I forget what it was called (I tried googling). I thought it was "fair". If you couldn't pass the test, you probably shouldn't drive a truck that day.
If you smoked a joint a week ago, it wouldn't affect the test but if you were up all night watching movies, you'd likely fail.
Please don't diss NHS doctors. Having been in exactly that position, a junior doctor too tired to do a proper job, I can tell you that the major reason the NHS is in such a world of pain originates from the top down, not the rank and file.
The NHS has for some time been dependent on the goodwill and vocational motivation of it's healthcare professionals, because they sure as hell ain't motivated by the working conditions, pay, and benefits.
The real problems in the NHS stem from multiple sources, including the increasing cost of healthcare consumables (increasingly expensive technology and pharmaceuticals), the costs of revolting profiteering (aka the "Private Finance Initiative"), targets set by politicians, an excess of managers, a decrease of basic common sense and an increase of feelings of entitlement amongst the UK population (I've seen people turn up in A&E (ER) depts for things as basic as a cold or a knee graze).
Yet despite all this, we still achieve better health outcomes than the USA despite spending a quarter per-capita what they do on healthcare. Does this mean we are more than four times as competent?

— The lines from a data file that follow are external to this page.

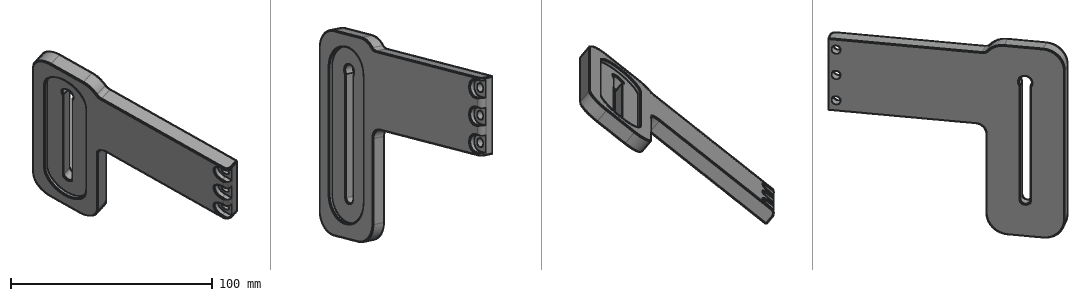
import cadquery as cq
import math

length = 120.0
thickness = 8.0
height = 105.0
edge_chamfer = 0.5

bar_width = 40.0
bar_corner_radius = 11.0
arm_width = 40.0
arm_drop = 5.0
arm_top = height - arm_drop
arm_bottom = arm_top - arm_width
arm_inner_radius = 5.0
arm_tip_radius = 3.0

shoulder_start = 30.8
shoulder_radius = 11.0
shoulder_blend_radius = 3.7

slot_center_x = 20.0
slot_bottom_z = 20.5
slot_top_z = 85.5
pocket_radius = 12.5
pocket_depth = 2.0
slot_radius = 2.5
keyhole_diameter = 6.5

hole_diameter = 4.5
hole_pitch = 14.0
hole_tip_distance = 4.1
recess_radius = 4.5
recess_depth = 3.0


def circle_point(center, radius, angle):
    """Point on a circle at an angle in degrees."""
    a = math.radians(angle)
    return (center[0] + radius * math.cos(a), center[1] + radius * math.sin(a))


def front_plane(depth=0.0):
    """XZ sketch plane at a depth behind the front face; negative extrusions go back along +Y."""
    return cq.Workplane(cq.Plane(origin=(0, depth, 0), xDir=(1, 0, 0), normal=(0, -1, 0)))


def plate():
    """L-shaped body with its tip rounded and its outer edges chamfered."""
    centers_rise = shoulder_radius + shoulder_blend_radius
    turn = math.degrees(math.acos(1 - arm_drop / centers_rise))
    crest = (shoulder_start, height - shoulder_radius)
    joint = circle_point(crest, shoulder_radius, 90 - turn)
    blend_x = shoulder_start + centers_rise * math.sin(math.radians(turn))
    blend = (blend_x, arm_top + shoulder_blend_radius)

    r = bar_corner_radius
    inner = arm_inner_radius
    outline = (
        front_plane()
        .moveTo(r, 0)
        .lineTo(bar_width - r, 0)
        .threePointArc(circle_point((bar_width - r, r), r, -45), (bar_width, r))
        .lineTo(bar_width, arm_bottom - inner)
        .threePointArc(
            circle_point((bar_width + inner, arm_bottom - inner), inner, 135),
            (bar_width + inner, arm_bottom),
        )
        .lineTo(length, arm_bottom)
        .lineTo(length, arm_top)
        .lineTo(blend_x, arm_top)
        .threePointArc(circle_point(blend, shoulder_blend_radius, 270 - turn / 2), joint)
        .threePointArc(circle_point(crest, shoulder_radius, 90 - turn / 2), (shoulder_start, height))
        .lineTo(r, height)
        .threePointArc(circle_point((r, height - r), r, 135), (0, height - r))
        .lineTo(0, r)
        .threePointArc(circle_point((r, r), r, 225), (r, 0))
        .close()
    )
    body = outline.extrude(-thickness)
    body = body.faces(">X").edges("<Y").fillet(arm_tip_radius)
    body = body.faces(">Y").edges().chamfer(edge_chamfer)
    return body.faces("<Y").edges("not >X").chamfer(edge_chamfer)


def upright_slot(radius, depth):
    """Round-ended outline along the bar, on a plane at a depth."""
    span = slot_top_z - slot_bottom_z
    middle_z = (slot_top_z + slot_bottom_z) / 2
    return front_plane(depth).center(slot_center_x, middle_z).slot2D(span + 2 * radius, 2 * radius, 90)


def keyhole_circle(radius, depth):
    """Round outline at the upper end of the slot."""
    return front_plane(depth).center(slot_center_x, slot_top_z).circle(radius)


def tip_recess(center_z):
    """Give the outline function of a recess that runs out past the arm tip."""

    def outline(radius, depth):
        run_out = 2 * hole_tip_distance
        return (
            front_plane(depth)
            .center(length - hole_tip_distance, center_z)
            .moveTo(run_out, radius)
            .lineTo(0, radius)
            .threePointArc((-radius, 0), (0, -radius))
            .lineTo(run_out, -radius)
            .close()
        )

    return outline


def chamfered_cutter(outline, radius, top, bottom):
    """Cutter from depth top to depth bottom with a 45 degree chamfer at its mouth."""
    walls = outline(radius, top).extrude(top - bottom)
    mouth = outline(radius + edge_chamfer, top).extrude(-edge_chamfer, taper=45)
    return walls.union(mouth)


def through_cutter(outline, radius, top):
    """Cutter from depth top out through the back face, chamfered at both mouths."""
    back_mouth = outline(radius + edge_chamfer, thickness).extrude(edge_chamfer, taper=45)
    return chamfered_cutter(outline, radius, top, thickness).union(back_mouth)


def pocket_and_keyhole():
    """Cutter for the shallow pocket and the keyhole slot in its floor."""
    pocket = chamfered_cutter(upright_slot, pocket_radius, 0, pocket_depth)
    slot = through_cutter(upright_slot, slot_radius, pocket_depth)
    keyhole = through_cutter(keyhole_circle, keyhole_diameter / 2, pocket_depth)
    return pocket.union(slot).union(keyhole)


def tip_hole(center_z):
    """Cutter for one screw hole and its open recess."""
    recess = chamfered_cutter(tip_recess(center_z), recess_radius, 0, recess_depth)
    hole = (
        front_plane()
        .center(length - hole_tip_distance, center_z)
        .circle(hole_diameter / 2)
        .extrude(-thickness)
    )
    return recess.union(hole)


result = plate().cut(pocket_and_keyhole())

arm_middle = (arm_top + arm_bottom) / 2
for row in (-1, 0, 1):
    result = result.cut(tip_hole(arm_middle + row * hole_pitch))

The story itself is from the New England Journal of Medicine - so has originated from doctors themselves, trying to improve the care that patients receive by fighting against the market forces that increasingly try to reduce medical professionals to the same depth as any other druge worker stuck in a poverty trap.
Part of the problem with this is that any video game (or other) test that is reasonably quick is going to be reaction based. Surgery is not about quick reactions. I've watched open heart surgery, and it took a good 4-5 hours to complete. Surgery is about slow, slow precision, and by the time you could test for that, the patient is probably already screwed. Think of it this way: go to a hospital, and ask who are there best surgeons. You'll find out a lot of them are at least in their 40s, if not 50s and 60s. When was the last time you found ANY 40, 50, or 60 year old who was a legit gamer?
This is a common misconception but is not true. Which imaging modality to use depends on the clinical scenario. MRIs have the downside of taking a long time, requiring the patient to be relatively still during this time, and being in an enclosed space (which some patients refuse to go into - hence the development of "open" MRI patients). And yes, they are expensive. CTs in contrast (pardon the pun) are quick, much cheaper, and do an excellent job of visualizing things like blood which is important in stroke management, trauma, etc...In the acute setting, your patient might die in the MRI machine while a CT scan would give you all the information you need in a much timelier fashion.
-- The Genesis project? What's that?